Zen Foto Gallery is pleased to announce our fourth solo exhibition with Tamiko Nishimura from May 11 to June 16, 2018. In this exhibition, the gallery presents 15 vintage silver gelatin prints produced in 1979 by Nishimura, which will also be included in the accompanying photobook publication “My Journey (Ryojin)”.

“Ryojin” were selected from approximately 1,500 images taken from 1968 to 1980s. During the process, I feel as if the space and time I have lived through were rising around me like a haze.

I have always taken snapshots with my camera whether I am walking, on trains, buses or boats. It is a stance that has never changed in the past several decades.

I take photographs, load the film into a developing reel and develop the films in a deep tray as I hear the clattering sound. Then I print contact sheets, select the images and make prints from them. This practice has also never changed for decades. The images would slowly appear in the developer, and the black becomes denser. I like the time I spend in the dark room observing how the objects captured would appear during the development process.

As long as films are still available, I would continue taking photographs with film.

ーTamiko Nishimura

A limited-edition photography book “My Journey (Ryojin)” will be published by the gallery to accompany the exhibition.

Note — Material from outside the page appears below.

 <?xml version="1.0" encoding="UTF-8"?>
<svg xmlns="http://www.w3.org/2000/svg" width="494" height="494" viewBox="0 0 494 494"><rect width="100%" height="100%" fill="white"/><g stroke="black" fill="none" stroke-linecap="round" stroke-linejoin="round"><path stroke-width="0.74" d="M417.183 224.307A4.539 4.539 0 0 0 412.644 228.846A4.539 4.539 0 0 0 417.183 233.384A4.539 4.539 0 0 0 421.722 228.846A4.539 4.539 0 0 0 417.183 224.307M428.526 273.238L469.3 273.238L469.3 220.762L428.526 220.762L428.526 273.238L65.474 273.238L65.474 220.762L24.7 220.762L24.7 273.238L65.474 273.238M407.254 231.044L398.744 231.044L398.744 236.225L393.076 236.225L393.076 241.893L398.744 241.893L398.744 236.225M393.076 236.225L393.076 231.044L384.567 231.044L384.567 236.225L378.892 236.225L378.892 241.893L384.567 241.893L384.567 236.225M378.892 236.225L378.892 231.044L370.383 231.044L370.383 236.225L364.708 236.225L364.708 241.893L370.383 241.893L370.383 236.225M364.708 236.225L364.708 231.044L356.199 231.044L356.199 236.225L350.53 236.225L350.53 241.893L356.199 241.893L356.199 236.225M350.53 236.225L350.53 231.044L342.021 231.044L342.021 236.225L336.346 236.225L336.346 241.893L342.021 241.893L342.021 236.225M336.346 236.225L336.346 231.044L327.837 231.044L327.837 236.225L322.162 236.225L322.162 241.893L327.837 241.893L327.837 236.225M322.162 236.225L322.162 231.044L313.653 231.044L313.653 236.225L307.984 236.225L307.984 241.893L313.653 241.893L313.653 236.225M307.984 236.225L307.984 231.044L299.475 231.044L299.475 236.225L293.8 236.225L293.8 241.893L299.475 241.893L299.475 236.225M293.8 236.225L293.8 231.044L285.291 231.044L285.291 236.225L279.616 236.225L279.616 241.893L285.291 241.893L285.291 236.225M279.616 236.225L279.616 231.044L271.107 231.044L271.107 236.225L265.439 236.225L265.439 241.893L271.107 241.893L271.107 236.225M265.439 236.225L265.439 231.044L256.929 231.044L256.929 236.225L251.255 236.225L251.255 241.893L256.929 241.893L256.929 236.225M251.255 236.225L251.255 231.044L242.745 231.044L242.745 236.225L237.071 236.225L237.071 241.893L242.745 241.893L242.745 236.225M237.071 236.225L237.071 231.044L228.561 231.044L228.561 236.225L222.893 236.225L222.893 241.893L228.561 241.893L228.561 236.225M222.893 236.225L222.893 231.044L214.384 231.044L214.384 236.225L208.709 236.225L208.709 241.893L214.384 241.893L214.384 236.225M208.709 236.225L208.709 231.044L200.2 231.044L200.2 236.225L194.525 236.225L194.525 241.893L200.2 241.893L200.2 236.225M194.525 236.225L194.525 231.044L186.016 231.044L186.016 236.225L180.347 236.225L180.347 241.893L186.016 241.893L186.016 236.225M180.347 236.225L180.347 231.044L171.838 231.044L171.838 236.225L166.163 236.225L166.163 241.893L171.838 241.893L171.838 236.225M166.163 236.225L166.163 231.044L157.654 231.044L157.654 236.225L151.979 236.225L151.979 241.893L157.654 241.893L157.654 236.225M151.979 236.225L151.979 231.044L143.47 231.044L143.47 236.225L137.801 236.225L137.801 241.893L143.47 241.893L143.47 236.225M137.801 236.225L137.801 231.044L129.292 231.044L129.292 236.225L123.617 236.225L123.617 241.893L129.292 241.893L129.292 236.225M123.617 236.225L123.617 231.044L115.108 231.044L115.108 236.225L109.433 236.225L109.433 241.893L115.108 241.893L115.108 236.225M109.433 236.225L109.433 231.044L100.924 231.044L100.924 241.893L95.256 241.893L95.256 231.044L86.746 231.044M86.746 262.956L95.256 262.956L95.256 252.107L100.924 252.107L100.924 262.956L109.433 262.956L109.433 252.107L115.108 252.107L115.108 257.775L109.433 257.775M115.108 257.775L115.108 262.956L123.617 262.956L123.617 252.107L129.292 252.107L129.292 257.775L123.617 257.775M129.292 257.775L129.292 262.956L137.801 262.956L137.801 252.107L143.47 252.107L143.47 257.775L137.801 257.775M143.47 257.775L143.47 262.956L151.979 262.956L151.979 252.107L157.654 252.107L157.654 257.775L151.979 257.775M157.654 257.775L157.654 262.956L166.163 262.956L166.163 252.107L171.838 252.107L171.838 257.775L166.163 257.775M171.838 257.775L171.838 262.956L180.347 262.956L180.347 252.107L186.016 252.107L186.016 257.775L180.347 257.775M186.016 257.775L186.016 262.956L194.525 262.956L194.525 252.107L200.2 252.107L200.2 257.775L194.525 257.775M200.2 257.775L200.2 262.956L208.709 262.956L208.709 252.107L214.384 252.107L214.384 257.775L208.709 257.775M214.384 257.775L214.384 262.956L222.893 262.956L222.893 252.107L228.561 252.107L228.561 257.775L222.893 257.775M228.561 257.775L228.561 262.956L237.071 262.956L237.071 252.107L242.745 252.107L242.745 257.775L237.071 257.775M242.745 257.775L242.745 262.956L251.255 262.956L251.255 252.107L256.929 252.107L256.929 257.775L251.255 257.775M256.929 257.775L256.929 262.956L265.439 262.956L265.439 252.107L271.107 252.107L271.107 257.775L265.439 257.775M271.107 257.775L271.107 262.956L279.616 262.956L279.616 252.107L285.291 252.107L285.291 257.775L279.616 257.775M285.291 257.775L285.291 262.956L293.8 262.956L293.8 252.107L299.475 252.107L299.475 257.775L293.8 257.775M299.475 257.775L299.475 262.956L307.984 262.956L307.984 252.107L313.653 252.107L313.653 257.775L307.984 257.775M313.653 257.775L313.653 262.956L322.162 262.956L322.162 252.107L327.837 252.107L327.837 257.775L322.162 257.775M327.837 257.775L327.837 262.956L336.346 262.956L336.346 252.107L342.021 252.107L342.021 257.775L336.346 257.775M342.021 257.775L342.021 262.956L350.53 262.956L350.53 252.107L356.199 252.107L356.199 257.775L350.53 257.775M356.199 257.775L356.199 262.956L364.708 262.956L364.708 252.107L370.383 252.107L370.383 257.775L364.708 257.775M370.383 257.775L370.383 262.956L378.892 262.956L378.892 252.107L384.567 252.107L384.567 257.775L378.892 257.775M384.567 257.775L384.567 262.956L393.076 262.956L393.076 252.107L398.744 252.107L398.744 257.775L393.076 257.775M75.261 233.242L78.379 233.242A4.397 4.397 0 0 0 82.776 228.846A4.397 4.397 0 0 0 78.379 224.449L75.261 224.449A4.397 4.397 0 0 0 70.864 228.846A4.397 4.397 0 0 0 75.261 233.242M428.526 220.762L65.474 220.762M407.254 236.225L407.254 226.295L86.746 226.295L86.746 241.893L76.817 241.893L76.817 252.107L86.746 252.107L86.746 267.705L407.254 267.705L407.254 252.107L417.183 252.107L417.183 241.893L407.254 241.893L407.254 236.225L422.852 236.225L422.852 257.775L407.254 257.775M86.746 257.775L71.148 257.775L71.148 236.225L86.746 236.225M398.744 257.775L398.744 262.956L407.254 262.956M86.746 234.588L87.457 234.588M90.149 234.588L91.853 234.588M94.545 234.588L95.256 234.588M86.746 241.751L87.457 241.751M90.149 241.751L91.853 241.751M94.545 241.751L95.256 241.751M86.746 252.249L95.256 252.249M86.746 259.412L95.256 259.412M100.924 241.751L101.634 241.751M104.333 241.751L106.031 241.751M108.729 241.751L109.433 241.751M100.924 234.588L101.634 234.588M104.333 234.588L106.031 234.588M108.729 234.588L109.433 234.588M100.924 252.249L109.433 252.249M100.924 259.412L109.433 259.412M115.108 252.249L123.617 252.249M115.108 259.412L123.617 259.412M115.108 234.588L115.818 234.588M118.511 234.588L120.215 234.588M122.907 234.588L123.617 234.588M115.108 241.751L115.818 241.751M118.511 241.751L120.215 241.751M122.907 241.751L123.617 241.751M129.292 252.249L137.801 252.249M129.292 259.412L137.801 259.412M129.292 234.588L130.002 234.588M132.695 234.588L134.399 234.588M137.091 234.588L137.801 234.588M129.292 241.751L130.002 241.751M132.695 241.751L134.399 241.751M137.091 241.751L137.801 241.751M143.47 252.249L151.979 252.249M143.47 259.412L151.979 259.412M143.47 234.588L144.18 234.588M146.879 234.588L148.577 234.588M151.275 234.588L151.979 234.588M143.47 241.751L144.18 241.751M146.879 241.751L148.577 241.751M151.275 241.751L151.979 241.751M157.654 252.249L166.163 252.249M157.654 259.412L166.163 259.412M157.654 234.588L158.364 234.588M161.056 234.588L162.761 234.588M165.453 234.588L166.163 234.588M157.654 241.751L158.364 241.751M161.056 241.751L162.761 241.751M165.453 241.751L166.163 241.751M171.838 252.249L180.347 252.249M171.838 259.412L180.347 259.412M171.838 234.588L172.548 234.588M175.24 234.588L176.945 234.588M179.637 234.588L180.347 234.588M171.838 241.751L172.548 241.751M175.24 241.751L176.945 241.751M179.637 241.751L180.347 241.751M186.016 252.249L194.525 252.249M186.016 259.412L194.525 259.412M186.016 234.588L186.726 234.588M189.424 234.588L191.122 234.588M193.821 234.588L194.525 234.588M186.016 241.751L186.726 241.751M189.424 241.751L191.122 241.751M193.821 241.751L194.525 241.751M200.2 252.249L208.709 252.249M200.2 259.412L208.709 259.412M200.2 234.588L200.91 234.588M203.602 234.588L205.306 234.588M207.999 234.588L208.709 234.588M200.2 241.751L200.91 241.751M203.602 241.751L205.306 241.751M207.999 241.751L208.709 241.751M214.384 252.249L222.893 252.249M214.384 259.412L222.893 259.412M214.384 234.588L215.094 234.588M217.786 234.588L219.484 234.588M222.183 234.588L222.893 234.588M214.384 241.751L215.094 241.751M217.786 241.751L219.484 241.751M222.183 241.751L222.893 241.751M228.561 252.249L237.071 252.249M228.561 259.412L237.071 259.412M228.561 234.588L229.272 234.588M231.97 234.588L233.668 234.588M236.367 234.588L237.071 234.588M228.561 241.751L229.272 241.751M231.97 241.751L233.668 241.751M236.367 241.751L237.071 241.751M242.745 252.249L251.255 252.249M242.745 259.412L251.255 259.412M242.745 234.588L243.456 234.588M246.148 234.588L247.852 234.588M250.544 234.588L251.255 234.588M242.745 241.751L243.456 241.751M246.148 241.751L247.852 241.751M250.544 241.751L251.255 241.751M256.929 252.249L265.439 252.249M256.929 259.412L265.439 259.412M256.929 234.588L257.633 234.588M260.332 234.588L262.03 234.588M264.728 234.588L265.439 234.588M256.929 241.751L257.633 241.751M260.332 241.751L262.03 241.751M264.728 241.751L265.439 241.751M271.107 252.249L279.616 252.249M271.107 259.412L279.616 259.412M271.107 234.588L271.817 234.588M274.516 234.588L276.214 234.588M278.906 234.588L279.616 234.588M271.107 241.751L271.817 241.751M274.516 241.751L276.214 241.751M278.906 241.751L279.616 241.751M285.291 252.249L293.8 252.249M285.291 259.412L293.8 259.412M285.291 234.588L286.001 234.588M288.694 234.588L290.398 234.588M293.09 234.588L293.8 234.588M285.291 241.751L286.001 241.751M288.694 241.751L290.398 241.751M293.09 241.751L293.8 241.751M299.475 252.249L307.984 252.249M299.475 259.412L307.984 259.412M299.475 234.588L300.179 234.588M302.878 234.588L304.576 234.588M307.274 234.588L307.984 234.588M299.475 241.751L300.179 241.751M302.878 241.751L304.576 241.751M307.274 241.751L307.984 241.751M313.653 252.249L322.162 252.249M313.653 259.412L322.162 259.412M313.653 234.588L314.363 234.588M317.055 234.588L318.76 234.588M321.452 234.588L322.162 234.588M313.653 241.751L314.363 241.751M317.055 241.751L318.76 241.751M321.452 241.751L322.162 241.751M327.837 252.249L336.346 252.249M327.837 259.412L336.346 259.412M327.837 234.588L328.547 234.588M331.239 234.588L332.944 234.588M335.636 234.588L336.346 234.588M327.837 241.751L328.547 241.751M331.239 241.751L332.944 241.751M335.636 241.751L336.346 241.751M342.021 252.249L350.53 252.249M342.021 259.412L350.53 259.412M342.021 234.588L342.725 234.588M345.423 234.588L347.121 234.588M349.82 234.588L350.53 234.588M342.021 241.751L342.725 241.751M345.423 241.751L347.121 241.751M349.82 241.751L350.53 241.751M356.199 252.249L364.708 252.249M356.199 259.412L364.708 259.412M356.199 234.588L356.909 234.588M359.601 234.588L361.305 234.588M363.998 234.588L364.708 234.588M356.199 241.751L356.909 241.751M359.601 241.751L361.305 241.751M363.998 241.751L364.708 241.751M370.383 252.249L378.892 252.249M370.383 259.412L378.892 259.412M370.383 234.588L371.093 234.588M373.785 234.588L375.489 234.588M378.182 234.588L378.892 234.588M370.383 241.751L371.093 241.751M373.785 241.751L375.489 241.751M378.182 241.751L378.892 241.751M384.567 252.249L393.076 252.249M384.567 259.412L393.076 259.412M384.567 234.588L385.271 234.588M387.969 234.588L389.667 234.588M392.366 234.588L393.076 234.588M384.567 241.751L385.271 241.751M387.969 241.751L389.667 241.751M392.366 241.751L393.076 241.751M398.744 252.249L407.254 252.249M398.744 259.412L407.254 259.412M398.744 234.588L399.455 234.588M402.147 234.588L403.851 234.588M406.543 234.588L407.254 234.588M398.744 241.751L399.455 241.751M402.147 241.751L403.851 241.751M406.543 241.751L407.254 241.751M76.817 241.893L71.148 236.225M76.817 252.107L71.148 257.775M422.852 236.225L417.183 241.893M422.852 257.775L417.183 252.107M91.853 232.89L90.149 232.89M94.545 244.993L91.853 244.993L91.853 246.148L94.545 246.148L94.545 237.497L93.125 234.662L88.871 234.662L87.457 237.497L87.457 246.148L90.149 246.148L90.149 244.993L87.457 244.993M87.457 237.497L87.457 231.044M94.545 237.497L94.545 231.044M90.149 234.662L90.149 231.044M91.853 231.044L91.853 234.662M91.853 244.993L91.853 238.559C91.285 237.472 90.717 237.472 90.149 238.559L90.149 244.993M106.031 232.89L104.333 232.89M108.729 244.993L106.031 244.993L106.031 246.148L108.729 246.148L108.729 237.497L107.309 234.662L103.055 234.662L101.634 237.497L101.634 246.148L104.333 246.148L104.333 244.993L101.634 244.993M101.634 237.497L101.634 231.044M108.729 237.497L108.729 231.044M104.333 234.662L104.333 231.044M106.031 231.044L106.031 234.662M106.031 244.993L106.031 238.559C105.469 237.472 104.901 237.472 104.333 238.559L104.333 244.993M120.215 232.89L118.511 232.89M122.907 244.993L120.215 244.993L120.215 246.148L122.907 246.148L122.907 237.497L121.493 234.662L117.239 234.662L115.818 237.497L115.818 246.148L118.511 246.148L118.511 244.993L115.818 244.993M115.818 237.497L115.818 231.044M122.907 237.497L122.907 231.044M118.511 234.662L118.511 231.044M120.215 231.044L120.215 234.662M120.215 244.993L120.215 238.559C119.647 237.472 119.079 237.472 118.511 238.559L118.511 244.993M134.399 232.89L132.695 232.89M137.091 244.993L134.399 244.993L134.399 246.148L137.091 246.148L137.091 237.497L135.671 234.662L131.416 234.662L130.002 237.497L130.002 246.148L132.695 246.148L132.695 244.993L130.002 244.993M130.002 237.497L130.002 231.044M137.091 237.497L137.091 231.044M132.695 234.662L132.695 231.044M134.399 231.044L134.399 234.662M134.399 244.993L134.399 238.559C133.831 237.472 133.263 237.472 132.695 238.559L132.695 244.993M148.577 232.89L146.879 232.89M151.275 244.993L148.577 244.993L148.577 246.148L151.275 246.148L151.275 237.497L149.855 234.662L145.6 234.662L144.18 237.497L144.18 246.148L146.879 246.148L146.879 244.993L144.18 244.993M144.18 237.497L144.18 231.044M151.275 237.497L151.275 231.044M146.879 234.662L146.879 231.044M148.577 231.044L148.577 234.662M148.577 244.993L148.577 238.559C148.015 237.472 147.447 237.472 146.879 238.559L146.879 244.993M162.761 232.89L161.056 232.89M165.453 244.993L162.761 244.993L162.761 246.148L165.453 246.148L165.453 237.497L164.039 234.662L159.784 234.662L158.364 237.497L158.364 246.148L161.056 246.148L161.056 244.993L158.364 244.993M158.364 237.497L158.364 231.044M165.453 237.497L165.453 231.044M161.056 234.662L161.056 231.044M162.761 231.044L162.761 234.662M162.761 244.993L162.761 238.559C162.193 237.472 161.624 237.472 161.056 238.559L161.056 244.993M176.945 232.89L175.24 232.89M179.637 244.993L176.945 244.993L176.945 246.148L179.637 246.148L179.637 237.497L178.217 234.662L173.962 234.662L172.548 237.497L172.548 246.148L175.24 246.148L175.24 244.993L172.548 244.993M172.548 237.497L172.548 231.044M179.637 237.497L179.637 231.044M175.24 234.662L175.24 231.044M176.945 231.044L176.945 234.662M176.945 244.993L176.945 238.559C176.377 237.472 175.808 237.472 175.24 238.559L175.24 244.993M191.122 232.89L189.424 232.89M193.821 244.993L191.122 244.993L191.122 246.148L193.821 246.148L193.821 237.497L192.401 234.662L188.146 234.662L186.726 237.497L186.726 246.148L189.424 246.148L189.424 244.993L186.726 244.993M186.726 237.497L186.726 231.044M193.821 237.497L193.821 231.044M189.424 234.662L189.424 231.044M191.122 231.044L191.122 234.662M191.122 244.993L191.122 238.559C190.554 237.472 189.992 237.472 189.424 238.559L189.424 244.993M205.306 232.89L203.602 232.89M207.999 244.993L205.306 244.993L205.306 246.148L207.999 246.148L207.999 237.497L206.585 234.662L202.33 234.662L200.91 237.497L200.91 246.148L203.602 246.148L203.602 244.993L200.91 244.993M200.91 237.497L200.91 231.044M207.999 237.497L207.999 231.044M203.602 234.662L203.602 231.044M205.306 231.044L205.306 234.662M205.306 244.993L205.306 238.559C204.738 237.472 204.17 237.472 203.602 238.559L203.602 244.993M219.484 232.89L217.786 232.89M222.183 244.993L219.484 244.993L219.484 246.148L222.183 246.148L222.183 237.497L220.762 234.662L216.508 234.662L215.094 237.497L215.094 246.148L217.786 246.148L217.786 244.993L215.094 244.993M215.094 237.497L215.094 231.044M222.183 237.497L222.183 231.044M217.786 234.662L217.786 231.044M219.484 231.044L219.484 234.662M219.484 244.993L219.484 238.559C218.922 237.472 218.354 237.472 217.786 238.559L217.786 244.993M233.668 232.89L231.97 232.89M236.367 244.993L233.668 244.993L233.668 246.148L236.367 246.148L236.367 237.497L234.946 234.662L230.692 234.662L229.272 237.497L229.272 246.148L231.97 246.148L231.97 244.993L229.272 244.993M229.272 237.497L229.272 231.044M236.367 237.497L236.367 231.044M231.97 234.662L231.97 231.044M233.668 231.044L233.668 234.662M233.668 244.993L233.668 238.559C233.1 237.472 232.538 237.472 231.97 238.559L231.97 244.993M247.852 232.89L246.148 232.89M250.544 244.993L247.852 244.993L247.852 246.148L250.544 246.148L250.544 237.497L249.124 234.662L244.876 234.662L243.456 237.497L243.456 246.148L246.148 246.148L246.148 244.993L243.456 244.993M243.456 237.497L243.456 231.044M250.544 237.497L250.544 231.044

The book consists of 60 monochrome works selected from photographs taken between years 1968 to 1980s, including some unpublished works.

Artist Profile

Tamiko NISHIMURA

Born in 1948 in Tokyo, Nishimura graduated from Tokyo Photography College (current Tokyo Visual Arts) in 1969. Her graduation work was a photography series of Jōkyō Gekijo (Situation Theatre), forefront of the underground theatre movement led by Jūrō Kara. After her graduation, she met Daido Moriyama, Kōji Taki and Takuma Nakahira, three highly influential members of the Provoke movement. She assisted them in the darkroom from time to time up between 1969 and 1970, while she continued her personal shooting on her travels. Later in 1973, Nishimura made her debut through the first publication “Shikishima” published by Tokyo Photography College, showcasing her photographs taken from 1969 to 1972 on her journeys around Japan including Hokkaidō, Tōhoku, Hokuriku, Kantō, Kansai and Chūgoku regions. She also began to travel to Southeastern Asia and Europe in the 1980s. Nishimura’s language of expression is poetic, spiritual and deeply personal. Looking back on her career, Nishimura describes it as a sequence of journeys, and she continued photographing with her nomadic lifestyle. Her photography, revealing what is beyond a journey, is a manifold portrait of life wherever she encounters.

Her main publications are “Shikishima” (Tokyo Photography College, 1973. Reprinted by Zen Foto Gallery in 2014), “vent calmoso” (Sokyu-sha, 2005), “Existence 1968-69” (graficamag, 2011), “Eternal Chase” (graficamag, 2012), “Kittenish...” (Zen Foto Gallery, 2015), “My Journey” (Zen Foto Gallery, 2018) and “Voyage” (Zen Foto Gallery, 2019), “My Journey II. 1968–1989“ (Zen Foto Gallery, 2019), and “My Journey III. 1993-2022“ (Zen Foto Gallery, 2022). Her works are included in the collection of M+ museum (Hong Kong).